● **What to work on**
The exercise asks for every line of the data to be reproduced exactly.

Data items
******************************

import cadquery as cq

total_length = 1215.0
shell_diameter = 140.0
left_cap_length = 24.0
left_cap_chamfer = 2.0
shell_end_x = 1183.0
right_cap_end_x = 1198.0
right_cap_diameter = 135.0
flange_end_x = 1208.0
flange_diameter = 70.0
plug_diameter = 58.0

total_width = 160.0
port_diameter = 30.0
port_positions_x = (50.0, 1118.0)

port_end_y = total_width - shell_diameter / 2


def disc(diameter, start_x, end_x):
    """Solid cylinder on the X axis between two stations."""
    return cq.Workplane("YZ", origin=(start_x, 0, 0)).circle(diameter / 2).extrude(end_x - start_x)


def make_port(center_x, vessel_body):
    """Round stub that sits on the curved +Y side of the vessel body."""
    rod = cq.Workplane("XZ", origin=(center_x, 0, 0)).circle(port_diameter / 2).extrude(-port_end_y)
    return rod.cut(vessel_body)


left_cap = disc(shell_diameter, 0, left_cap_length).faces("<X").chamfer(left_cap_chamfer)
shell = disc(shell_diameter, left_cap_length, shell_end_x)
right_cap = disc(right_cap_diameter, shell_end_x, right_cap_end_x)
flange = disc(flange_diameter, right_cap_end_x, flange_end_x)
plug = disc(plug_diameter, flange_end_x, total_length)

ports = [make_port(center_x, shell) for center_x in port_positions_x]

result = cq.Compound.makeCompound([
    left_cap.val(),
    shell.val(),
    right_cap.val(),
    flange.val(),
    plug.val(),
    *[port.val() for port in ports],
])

******************************

● **Reply to the exercise**
import cadquery as cq

total_length = 1215.0
shell_diameter = 140.0
left_cap_length = 24.0
left_cap_chamfer = 2.0
shell_end_x = 1183.0
right_cap_end_x = 1198.0
right_cap_diameter = 135.0
flange_end_x = 1208.0
flange_diameter = 70.0
plug_diameter = 58.0

total_width = 160.0
port_diameter = 30.0
port_positions_x = (50.0, 1118.0)

port_end_y = total_width - shell_diameter / 2


def disc(diameter, start_x, end_x):
    """Solid cylinder on the X axis between two stations."""
    return cq.Workplane("YZ", origin=(start_x, 0, 0)).circle(diameter / 2).extrude(end_x - start_x)


def make_port(center_x, vessel_body):
    """Round stub that sits on the curved +Y side of the vessel body."""
    rod = cq.Workplane("XZ", origin=(center_x, 0, 0)).circle(port_diameter / 2).extrude(-port_end_y)
    return rod.cut(vessel_body)


left_cap = disc(shell_diameter, 0, left_cap_length).faces("<X").chamfer(left_cap_chamfer)
shell = disc(shell_diameter, left_cap_length, shell_end_x)
right_cap = disc(right_cap_diameter, shell_end_x, right_cap_end_x)
flange = disc(flange_diameter, right_cap_end_x, flange_end_x)
plug = disc(plug_diameter, flange_end_x, total_length)

ports = [make_port(center_x, shell) for center_x in port_positions_x]

result = cq.Compound.makeCompound([
    left_cap.val(),
    shell.val(),
    right_cap.val(),
    flange.val(),
    plug.val(),
    *[port.val() for port in ports],
])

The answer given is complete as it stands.